Abstract
Purpose
Oral squamous cell carcinoma (OSCC)-related deaths mainly result from invasion of the tumor cells into local cervical lymph nodes. It has been reported that progressive basement membrane loss promotes the metastatic and invasive capacities of OSCCs. Matrix metalloproteinase-9 (MMP-9) is known to play a central role in tumor progression and invasion. However, the role of MMP-9 in OSCC invasion has so far remained paradoxical and little is known about its regulation. Here, we aimed to assess MMP-9 expression regulation and its activation by glycogen synthase kinase-3β during human OSCC progression and invasion.
Methods
In the present study, 178 human OSCC samples, including 118 fresh samples (18 adjacent normal, 42 noninvasive and 58 invasive tumor samples) and 60 archival human tissue microarray (TMA) tongue cancer samples, were included. mRNA expression, protein expression, MMP-9/-2 activity, protein-protein interaction and Snail, c-Myc, β-catenin and TIMP1 expression were assessed using RT-PCR, immunohistochemistry, Western blotting, co-immunoprecipitation and gelatin zymography analyses, respectively.

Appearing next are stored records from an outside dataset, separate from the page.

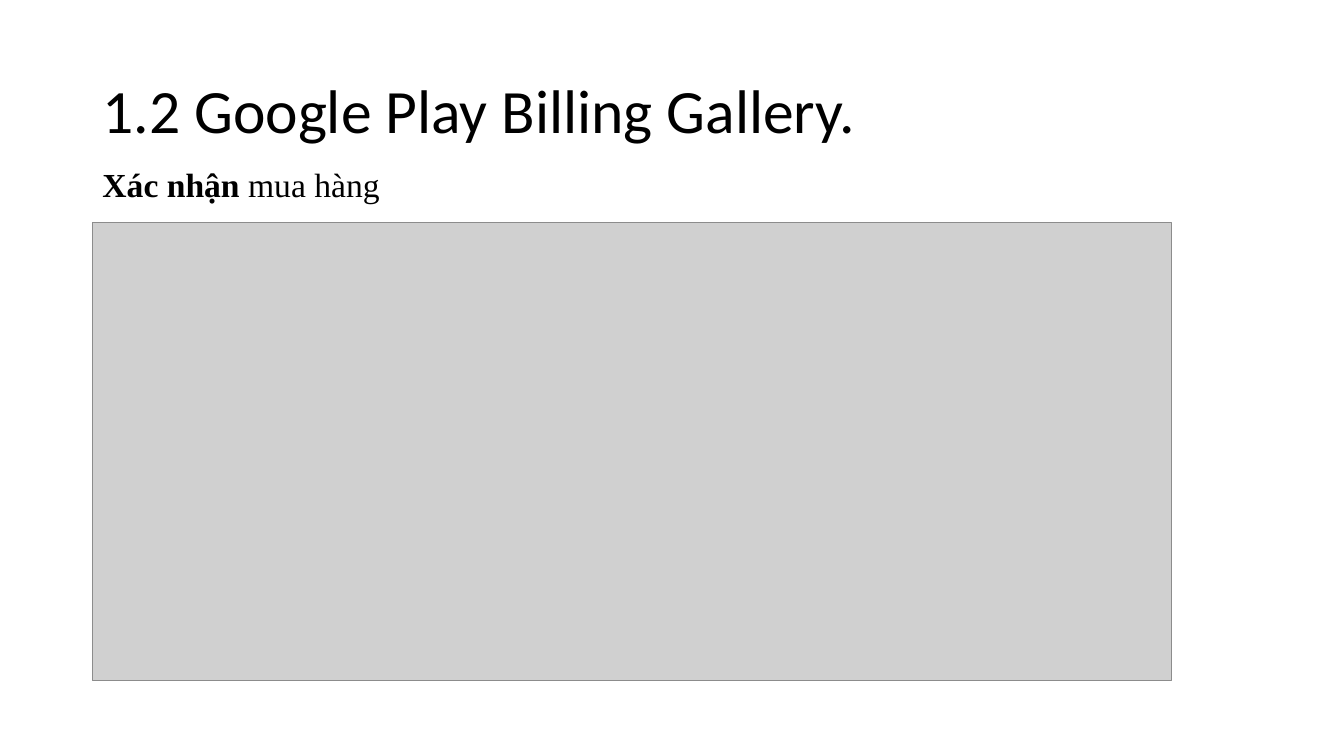
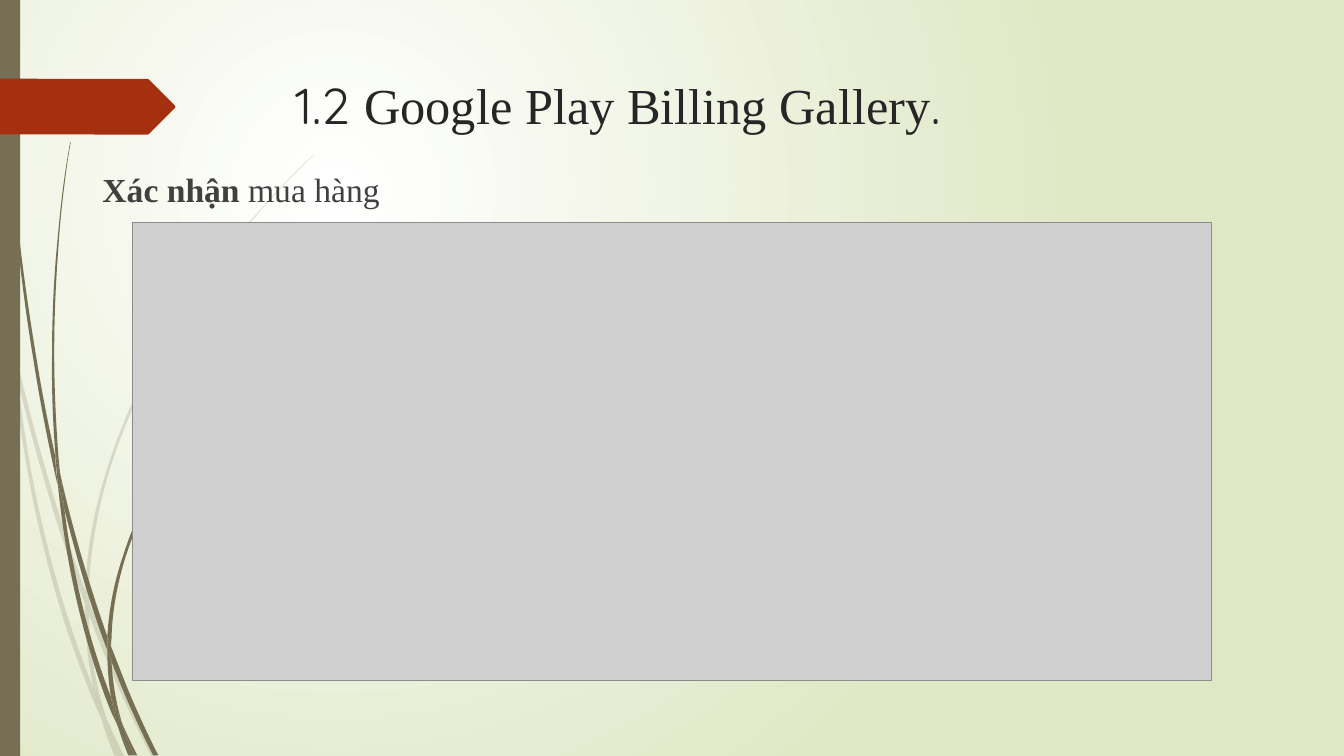
Before and after one commit to trieuduy27051999/Google-play-infor-, a slide deck: slide 12 of 3 muc dau GooglePlay.pptx. Drawn at 1344x756 pixels with LibreOffice and Linux fonts; fonts in the diff are those of the drawing; grey boxes stand for pictures. Boxes give left, top, right and bottom in pixels: in the first picture for what was removed or moved away, otherwise in the second. Text is boxed around its words. In the diff, an @@ line names an element or a change of style, - is before the commit and + after.

Commit message:
Sua font 3 muc dau Google Play

```diff
--- a/3 muc dau GooglePlay.pptx
+++ b/3 muc dau GooglePlay.pptx
@@ background #FFFFFF to gradient #FFFFFF to #DFE8C4 @@
@@ rectangle added at [0, 0, 20, 756], fill #766F54 @@
@@ freeform shape added at [0, 79, 175, 134], fill #A53010 @@
@@ title "1.2 Google Play Billing Gallery.": place and size @@
-title "1.2 Google Play Billing Gallery." at [102, 90, 855, 144]
+title "1.2 Google Play Billing Gallery." at [296, 88, 941, 134]
@@ title "1.2 Google Play Billing Gallery." at [296, 88, 941, 134]: size 44 to 36 pt, text colour #000000 to #262626; font Calibri to Quicksand in "1.2 Gallery."; font Calibri to Times New Roman in "Google Play Billing Gallery."; line spacing 0.9 to 1; vertical alignment middle to top @@
@@ text "Xác nhận mua hàng" at [102, 178, 379, 208]: text colour #000000 to #404040; line spacing 0.9 to 1 @@
@@ picture: place and size @@
-picture at [93, 223, 1173, 682]
+picture at [132, 223, 1212, 682]
@@ group added at [0, 154, 315, 756]: 10 freeform shapes @@
@@ group added at [3, 0, 262, 756]: 12 freeform shapes @@
```
Also in this commit, not shown: 79 other slides changed.

Wnt5a and LPA mediated MMP-9 regulation was assessed in OCSCC-derived SCC-9 cells exogenously expressing GSK3β (WT) or non phosphoryable GSK3β (S9A).
Results
We observed a progressive up-regulation/activation of MMP-9 at various stages of oral tumor progression/invasion. Positive correlations were observed between MMP-9 and c-Myc expression, MMP-9 and MMP-2 activity, MMP-9 and TIMP1 expression and MMP-9 activity and TIMP1-MMP-9 interaction. In contrast, a negative correlation between phosphorylated β-catenin and MMP-9 expression was observed. Conversely, we found that in oral tongue SCC MMP-9 expression was positively correlated with inactivation of GSK3 signaling. Finally, we found that Wnt5a and LPA mediated increased MMP-9 and decreased GSK3β activities in tongue SCC-derived SCC-9 cells. MMP-9 regulation by GSK3β was confirmed by using phosphoryable/regulatory GSK3β (WT construct) and not by non-phosphoryable GSK3β (S9A construct).
Conclusions
Collectively, our results show that MMP-9 overexpression and activation are important events occurring during OSCC progression/invasion and that this overexpression/activation is regulated by c-Myc, active MMP-2 and inactive GSK3β mediated pathways.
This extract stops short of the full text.